Instrumental variables

While reading a research paper which delved into an extended statistical discussion of instrumental variables, I realized that I could not provide to myself a clean and articulate explanation of instrumental variables. I have a reasonably instinctual description but I could not articulate the concept in detail.

Of course, that shouldn't be much of a surprise. While I use statistics a lot, it was never a deep field of study academically. Shade tree statistics as it were. It has been nearly forty years since my last class in statistics.

Wikipedia provides the precise description.

In statistics, econometrics, epidemiology and related disciplines, the method of instrumental variables (IV) is used to estimate causal relationships when controlled experiments are not feasible or when a treatment is not successfully delivered to every unit in a randomized experiment. Intuitively, IV is used when an explanatory variable of interest is correlated with the error term. A valid instrument induces changes in the explanatory variable but has no independent effect on the dependent variable, allowing a researcher to uncover the causal effect of the explanatory variable on the dependent variable.

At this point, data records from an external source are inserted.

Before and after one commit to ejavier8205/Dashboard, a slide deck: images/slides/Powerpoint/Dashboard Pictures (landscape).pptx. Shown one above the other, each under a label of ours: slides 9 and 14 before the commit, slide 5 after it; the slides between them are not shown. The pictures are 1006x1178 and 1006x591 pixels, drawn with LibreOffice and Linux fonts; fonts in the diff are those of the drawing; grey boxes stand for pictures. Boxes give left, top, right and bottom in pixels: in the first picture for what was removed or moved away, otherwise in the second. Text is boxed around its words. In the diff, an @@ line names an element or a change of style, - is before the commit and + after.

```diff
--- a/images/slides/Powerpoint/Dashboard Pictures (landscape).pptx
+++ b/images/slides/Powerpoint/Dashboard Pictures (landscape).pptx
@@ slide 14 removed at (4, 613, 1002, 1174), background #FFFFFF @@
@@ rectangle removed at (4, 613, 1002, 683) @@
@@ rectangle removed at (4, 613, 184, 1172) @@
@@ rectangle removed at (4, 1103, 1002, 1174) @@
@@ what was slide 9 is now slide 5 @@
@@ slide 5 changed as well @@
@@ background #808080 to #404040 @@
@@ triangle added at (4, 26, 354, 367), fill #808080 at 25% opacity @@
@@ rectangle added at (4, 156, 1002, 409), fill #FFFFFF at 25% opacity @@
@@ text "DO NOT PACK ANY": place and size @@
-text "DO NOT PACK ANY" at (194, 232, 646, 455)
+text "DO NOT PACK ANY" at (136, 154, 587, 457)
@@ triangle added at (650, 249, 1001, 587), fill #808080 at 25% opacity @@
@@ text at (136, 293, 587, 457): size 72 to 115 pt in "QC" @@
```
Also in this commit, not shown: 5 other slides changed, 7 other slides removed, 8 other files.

Instrumental variable methods allow for consistent estimation when the explanatory variables (covariates) are correlated with the error terms in a regression model. Such correlation may occur when changes in the dependent variable change the value of at least one of the covariates ("reverse" causation), when there are omitted variables that affect both the dependent and independent variables, or when the covariates are subject to measurement error. Explanatory variables which suffer from one or more of these issues in the context of a regression are sometimes referred to as endogenous. In this situation, ordinary least squares produces biased and inconsistent estimates. However, if an instrument is available, consistent estimates may still be obtained. An instrument is a variable that does not itself belong in the explanatory equation but is correlated with the endogenous explanatory variables, conditional on the value of other covariates. In linear models, there are two main requirements for using IV:

The instrument must be correlated with the endogenous explanatory variables, conditional on the other covariates. If this correlation is strong, then the instrument is said to have a strong first stage. A weak correlation may provide misleading inferences about parameter estimates and standard errors.

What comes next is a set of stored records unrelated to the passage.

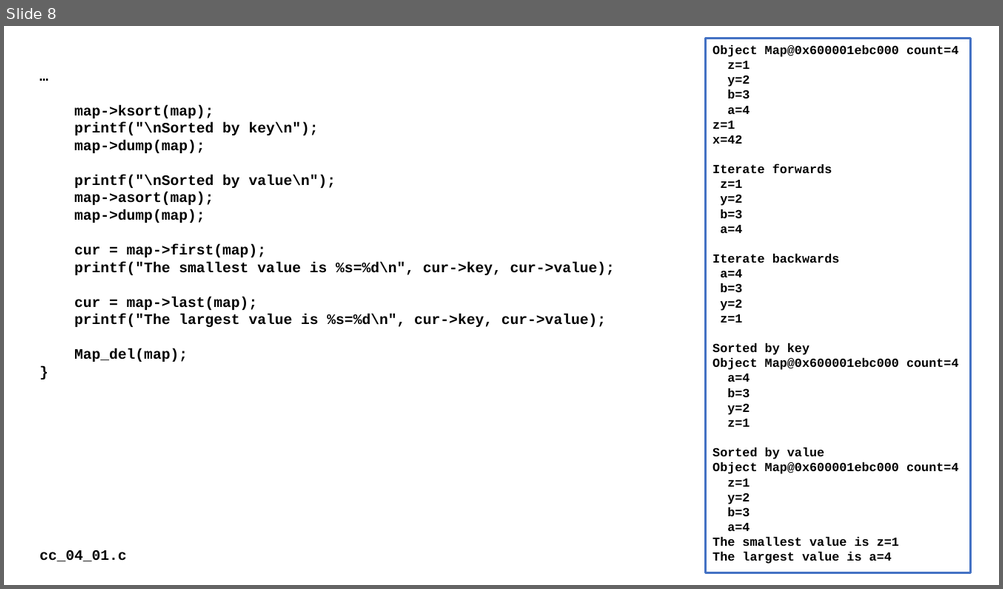
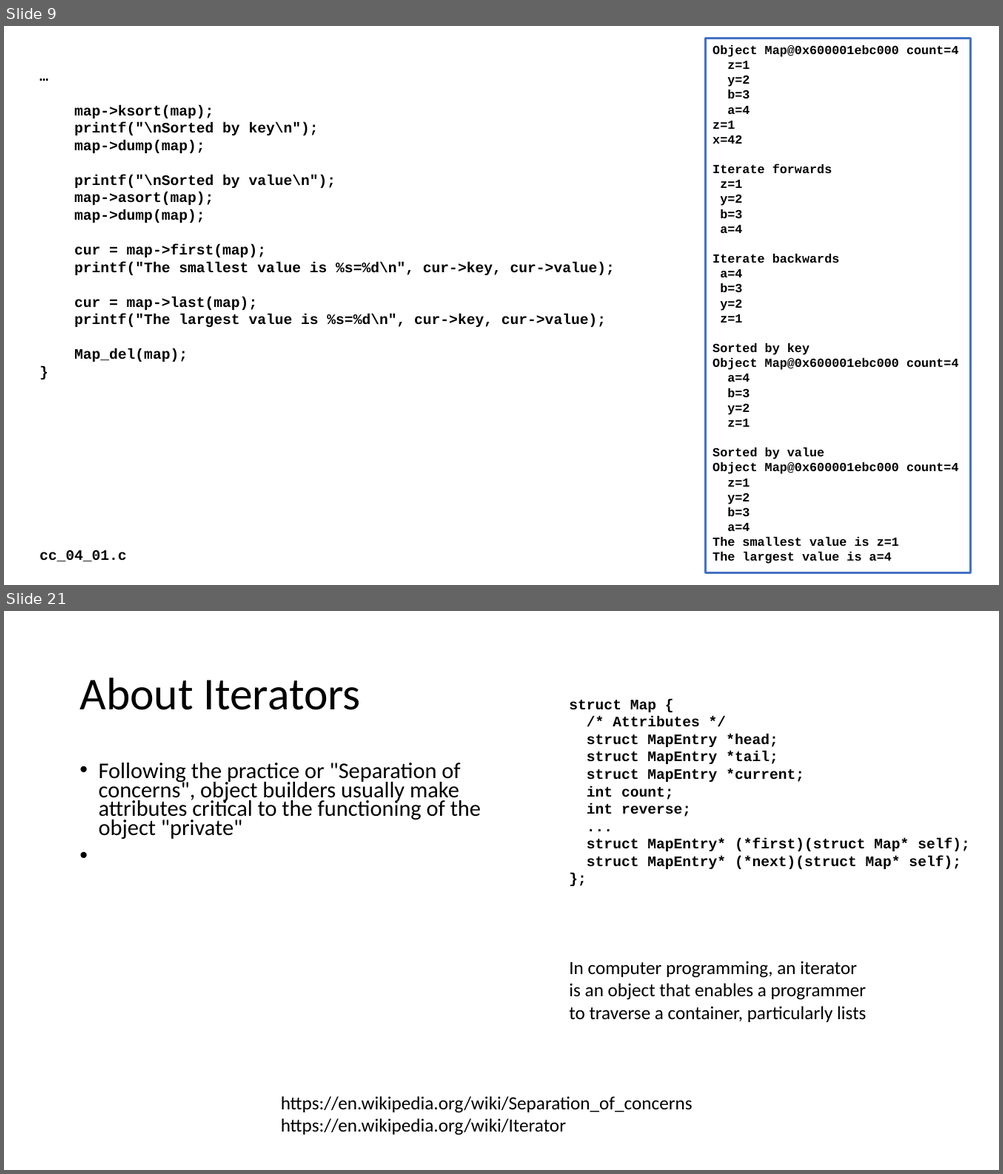
Before and after one commit to csev/cc4e, a slide deck: lectures/CC-04-Data-Structure.pptx. Shown one above the other, each under a label of ours: slide 8 before the commit, slides 9 and 21 after it; the slides between them are not shown. The pictures are 1003x589 and 1003x1174 pixels, drawn with LibreOffice and Linux fonts; fonts in the diff are those of the drawing. Boxes give left, top, right and bottom in pixels: in the first picture for what was removed or moved away, otherwise in the second. Text is boxed around its words. In the diff, an @@ line names an element or a change of style, - is before the commit and + after.

```diff
--- a/lectures/CC-04-Data-Structure.pptx
+++ b/lectures/CC-04-Data-Structure.pptx
@@ slide 21 added at (x1=4, y1=611, x2=999, y2=1170), background #FFFFFF @@
@@ title added at (x1=79, y1=678, x2=361, y2=710), 44 pt, text #000000 @@
+About Iterators
@@ text added at (x1=569, y1=700, x2=970, y2=869), 14 pt, text #000000, bold @@
+struct Map {
+/* Attributes */
+struct MapEntry *head;
+struct MapEntry *tail;
+struct MapEntry *current;
+int count;
+int reverse;
+...
+struct MapEntry* (*first)(struct Map* self);
+struct MapEntry* (*next)(struct Map* self);
+};
@@ text added at (x1=99, y1=763, x2=481, y2=840), 21.7 pt, text #000000 @@
+• Following the practice or "Separation of concerns", object builders usually make attributes critical to the functioning of the object "private"
@@ text added at (x1=569, y1=961, x2=866, y2=1022), 18 pt, text #000000 @@
+In computer programming, an iterator is an object that enables a programmer to traverse a container, particularly lists
@@ text added at (x1=281, y1=1096, x2=692, y2=1136), 18 pt, text #000000 @@
+https://en.wikipedia.org/wiki/Separation_of_concerns
+https://en.wikipedia.org/wiki/Iterator
@@ what was slide 8 is now slide 9 @@
```
Also in this commit, not shown: 3 slides changed, 13 other slides added.

The instrument cannot be correlated with the error term in the explanatory equation, conditional on the other covariates. In other words, the instrument cannot suffer from the same problem as the original predicting variable. If this condition is met, then the instrument is said to satisfy the exclusion restriction.

That is a bit dense, as is the the maths that follows. As is often the case, examples get across the idea better.

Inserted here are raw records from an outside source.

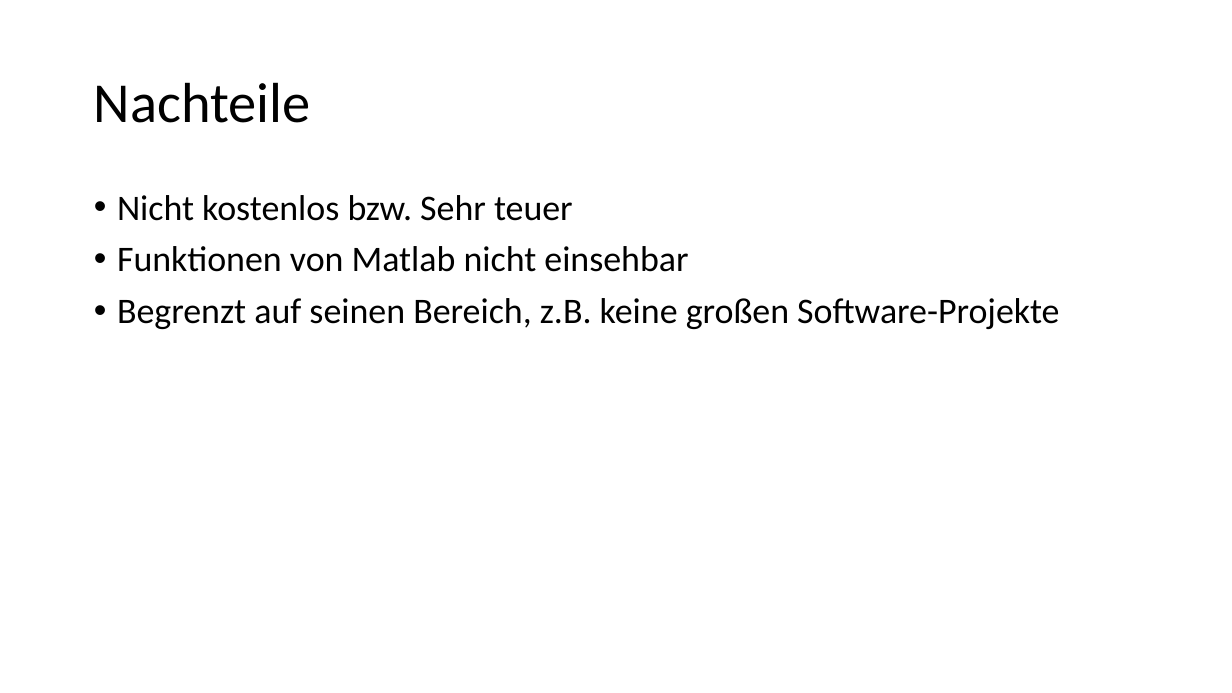
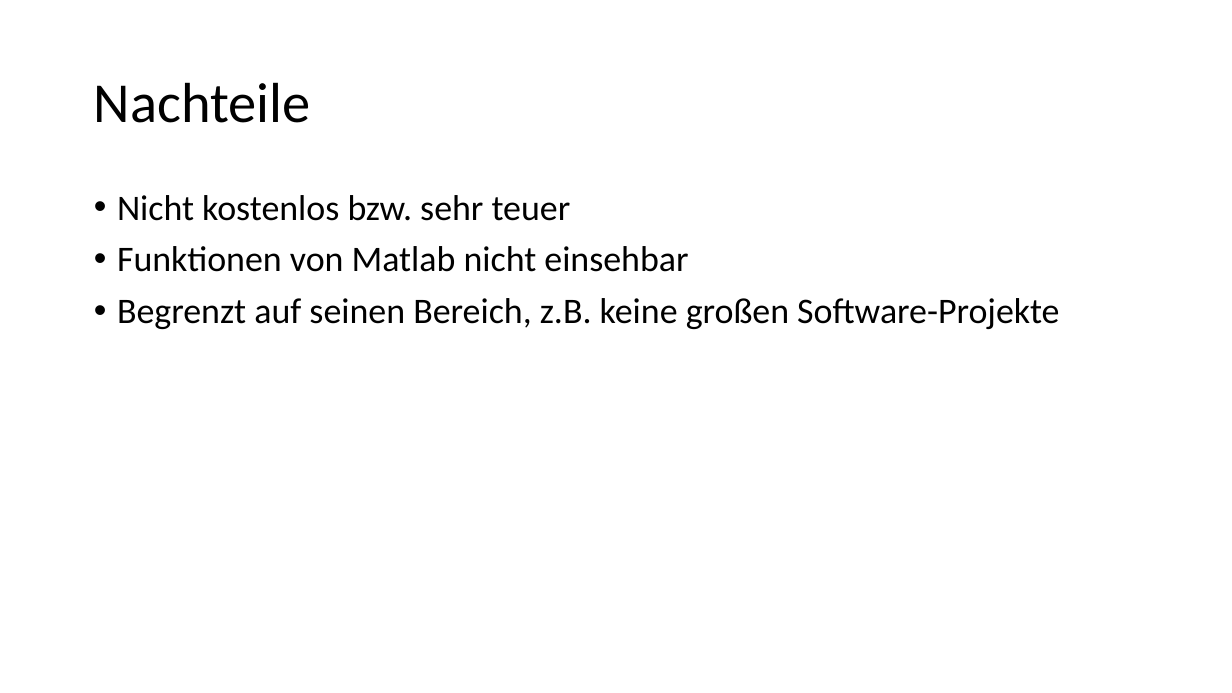
Before and after one commit to VincentBezold/Matlab-course, a slide deck: slide 8 of MatlabKurs.pptx. Drawn at 1232x693 pixels with LibreOffice and Linux fonts; fonts in the diff are those of the drawing. Boxes give left, top, right and bottom in pixels: in the first picture for what was removed or moved away, otherwise in the second. Text is boxed around its words. In the diff, an @@ line names an element or a change of style, - is before the commit and + after.

```diff
--- a/MatlabKurs.pptx
+++ b/MatlabKurs.pptx
@@ text at [117, 195, 571, 221]: text changed @@
-• Nicht kostenlos bzw. Sehr teuer
+• Nicht kostenlos bzw. sehr teuer
```
Also in this commit, not shown: 1 other slide changed, 2 slides added, 1 slide removed, 4 other files.

Informally, in attempting to estimate the causal effect of some variable X on another Y, an instrument is a third variable Z which affects Y only through its effect on X. For example, suppose a researcher wishes to estimate the causal effect of smoking on general health. Correlation between health and smoking does not imply that smoking causes poor health because other variables may affect both health and smoking, or because health may affect smoking. It is at best difficult and expensive to conduct controlled experiments on smoking status in the general population. The researcher may attempt to estimate the causal effect of smoking on health from observational data by using the tax rate for tobacco products as an instrument for smoking. The tax rate for tobacco products is a reasonable choice for an instrument because the researcher assumes that it can only be correlated with health through its effect on smoking. If the researcher then finds tobacco taxes and state of health to be correlated, this may be viewed as evidence that smoking causes changes in health.

There is a good paper, Instrumental Variables and the Search for Identification: From Supply and Demand to Natural Experiments by Joshua D. Angrist and Alan B. Krueger which explores instrumental variables and in particular the opportunity presented by natural experiments where some exogenous event occurs that allows a naturally occurring instrument variable approach.

I don't see natural experiments used much in research literature but they are impressively revealing when they do occur.